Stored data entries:
_ _ _ _ _ _ _

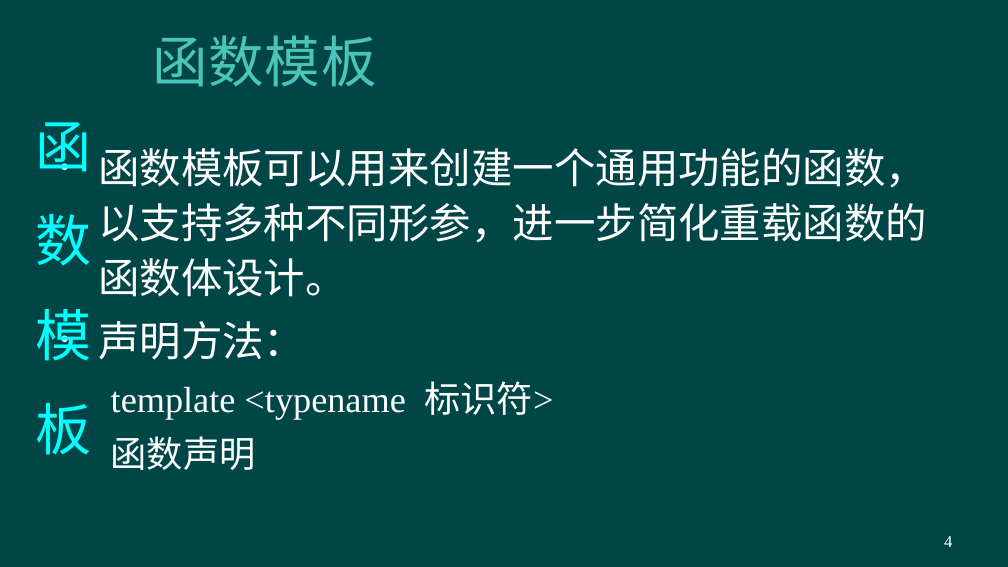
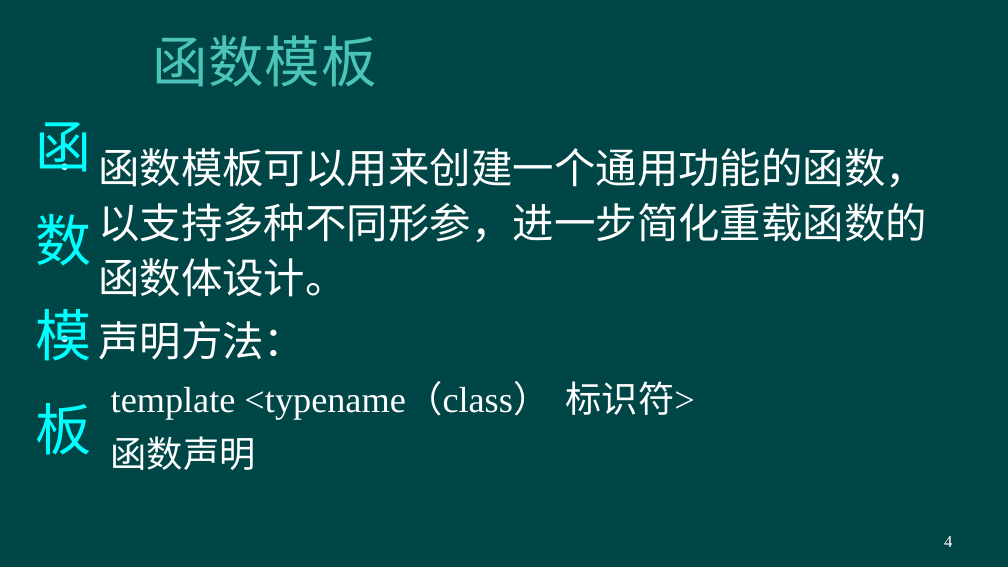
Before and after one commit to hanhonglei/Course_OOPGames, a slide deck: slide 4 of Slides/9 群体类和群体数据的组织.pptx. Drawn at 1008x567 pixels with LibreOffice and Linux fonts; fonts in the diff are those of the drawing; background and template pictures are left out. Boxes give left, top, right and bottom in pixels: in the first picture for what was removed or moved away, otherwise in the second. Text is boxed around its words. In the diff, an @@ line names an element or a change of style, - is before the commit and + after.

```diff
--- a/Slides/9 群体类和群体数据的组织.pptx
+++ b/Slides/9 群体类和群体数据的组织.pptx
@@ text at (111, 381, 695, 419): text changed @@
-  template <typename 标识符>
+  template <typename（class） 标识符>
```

_ _ _ _ _ _ _

To do: The required output is every line of the data above, set down exactly and stripped of pictures.

Answer to the problem:
Before and after one commit to hanhonglei/Course_OOPGames, a slide deck: slide 4 of Slides/9 群体类和群体数据的组织.pptx. Drawn at 1008x567 pixels with LibreOffice and Linux fonts; fonts in the diff are those of the drawing; background and template pictures are left out. Boxes give left, top, right and bottom in pixels: in the first picture for what was removed or moved away, otherwise in the second. Text is boxed around its words. In the diff, an @@ line names an element or a change of style, - is before the commit and + after.

```diff
--- a/Slides/9 群体类和群体数据的组织.pptx
+++ b/Slides/9 群体类和群体数据的组织.pptx
@@ text at (111, 381, 695, 419): text changed @@
-  template <typename 标识符>
+  template <typename（class） 标识符>
```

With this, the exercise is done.